- DATASET ENTRIES:
________

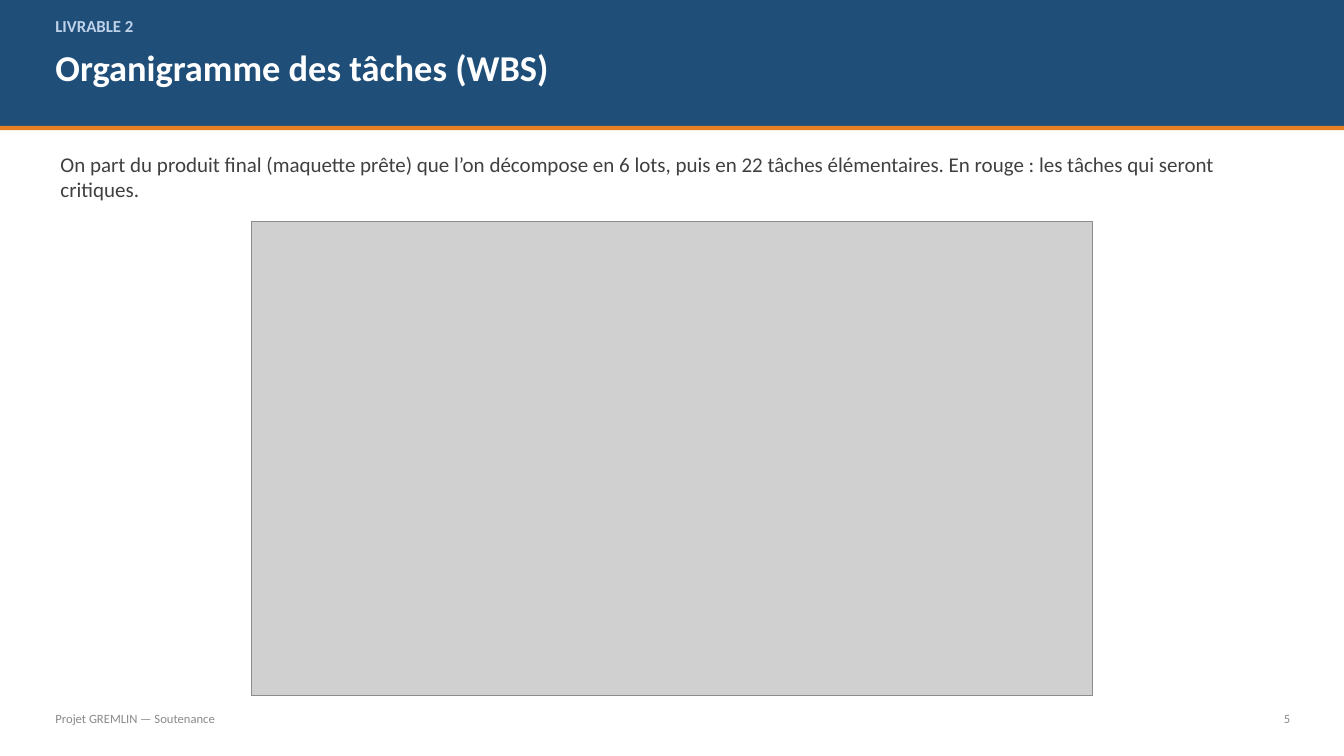
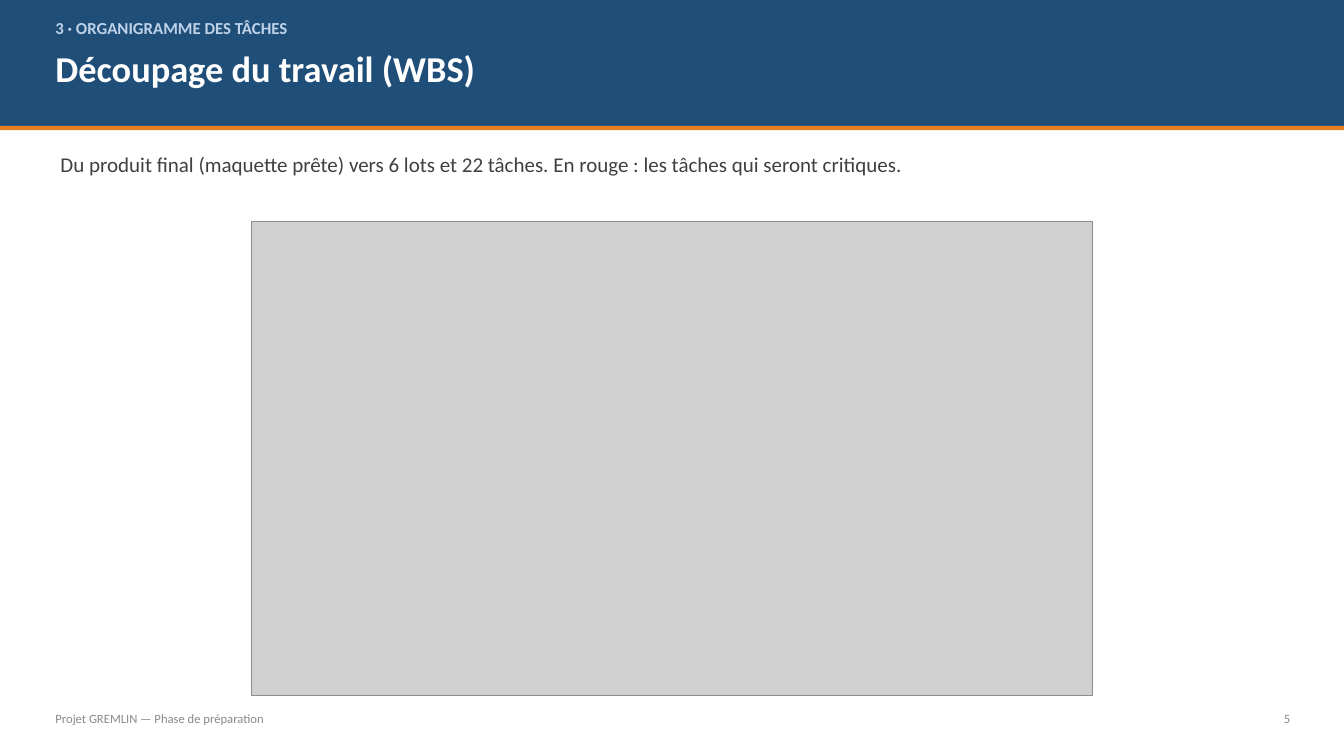
Before and after one commit to guigzT42/licence, a slide deck: slide 6 of Projet_GREMLIN_Presentation.pptx (slide 5 before the commit). Drawn at 1344x756 pixels with LibreOffice and Linux fonts; fonts in the diff are those of the drawing; grey boxes stand for pictures. Boxes give left, top, right and bottom in pixels: in the first picture for what was removed or moved away, otherwise in the second. Text is boxed around its words. In the diff, an @@ line names an element or a change of style, - is before the commit and + after.

```diff
--- a/Projet_GREMLIN_Presentation.pptx
+++ b/Projet_GREMLIN_Presentation.pptx
@@ text at bbox=[55, 21, 287, 34]: text changed @@
-LIVRABLE 2
+3 · ORGANIGRAMME DES TÂCHES
@@ text at bbox=[55, 55, 475, 88]: text changed @@
-Organigramme des tâches (WBS)
+Découpage du travail (WBS)
@@ text at bbox=[60, 157, 902, 176]: text changed @@
-On part du produit final (maquette prête) que l’on décompose en 6 lots, puis en 22 tâches élémentaires. En rouge : les tâches qui seront critiques.
+Du produit final (maquette prête) vers 6 lots et 22 tâches. En rouge : les tâches qui seront critiques.
@@ text at bbox=[55, 714, 263, 725]: text changed @@
-Projet GREMLIN — Soutenance
+Projet GREMLIN — Phase de préparation
```
Also in this commit, not shown: 11 other slides changed, 1 slide added, 1 other file.
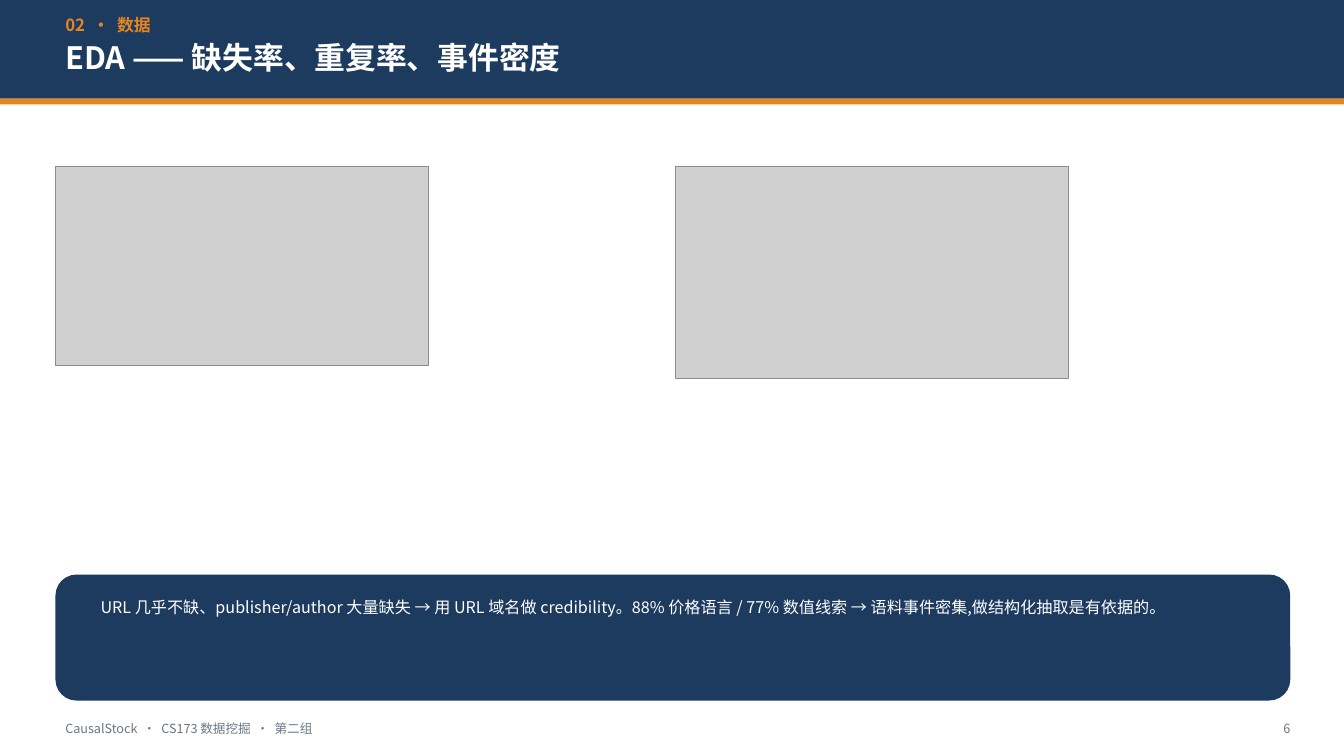
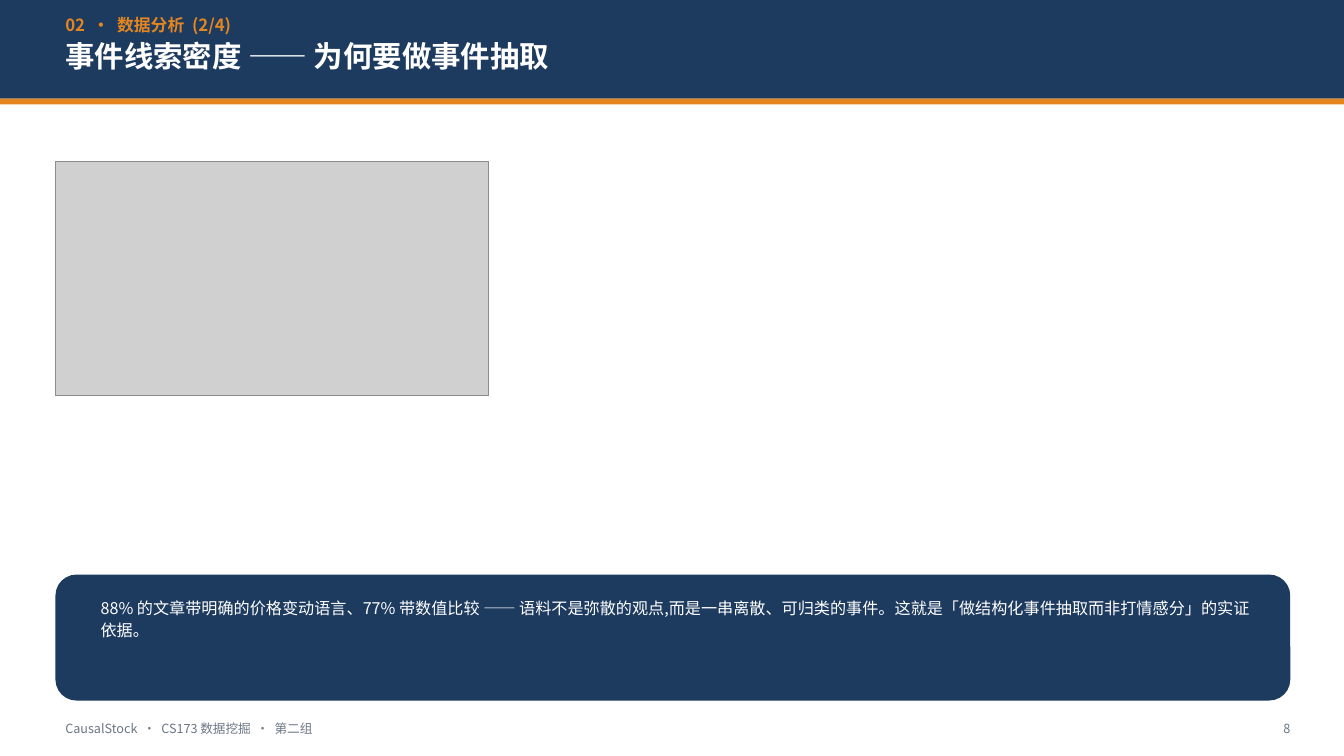
Before and after one commit to LovelyC-kx/dddmmm, a slide deck: slide 8 of DirectionA/docs/final-deck/CausalStock_CS173_Final_ZH.pptx (slide 6 before the commit). Drawn at 1344x756 pixels with LibreOffice and Linux fonts; fonts in the diff are those of the drawing; grey boxes stand for pictures. Boxes give left, top, right and bottom in pixels: in the first picture for what was removed or moved away, otherwise in the second. Text is boxed around its words. In the diff, an @@ line names an element or a change of style, - is before the commit and + after.

```diff
--- a/DirectionA/docs/final-deck/CausalStock_CS173_Final_ZH.pptx
+++ b/DirectionA/docs/final-deck/CausalStock_CS173_Final_ZH.pptx
@@ text at (65,17,231,35): text changed @@
-02 · 数据
+02 · 数据分析 (2/4)
@@ text at (65,41,549,70): text changed; size 22 to 21 pt @@
-EDA —— 缺失率、重复率、事件密度
+事件线索密度 —— 为何要做事件抽取
@@ picture: place and size @@
-picture at (55,166,429,365)
+picture at (55,161,489,395)
@@ picture removed at (676,166,1069,379) @@
@@ text at (101,600,1249,638): text changed @@
-URL 几乎不缺、publisher/author 大量缺失 → 用 URL 域名做 credibility。88% 价格语言 / 77% 数值线索 → 语料事件密集,做结构化抽取是有依据的。
+88% 的文章带明确的价格变动语言、77% 带数值比较 —— 语料不是弥散的观点,而是一串离散、可归类的事件。这就是「做结构化事件抽取而非打情感分」的实证依据。
```
Also in this commit, not shown: 15 other slides changed, 3 slides added, 4 other files.

________

- WHAT THE EXERCISE ASKS: Some lines of the data may hold the word "prête". Say how many do, with nothing else.

- WRITTEN REPLY: 2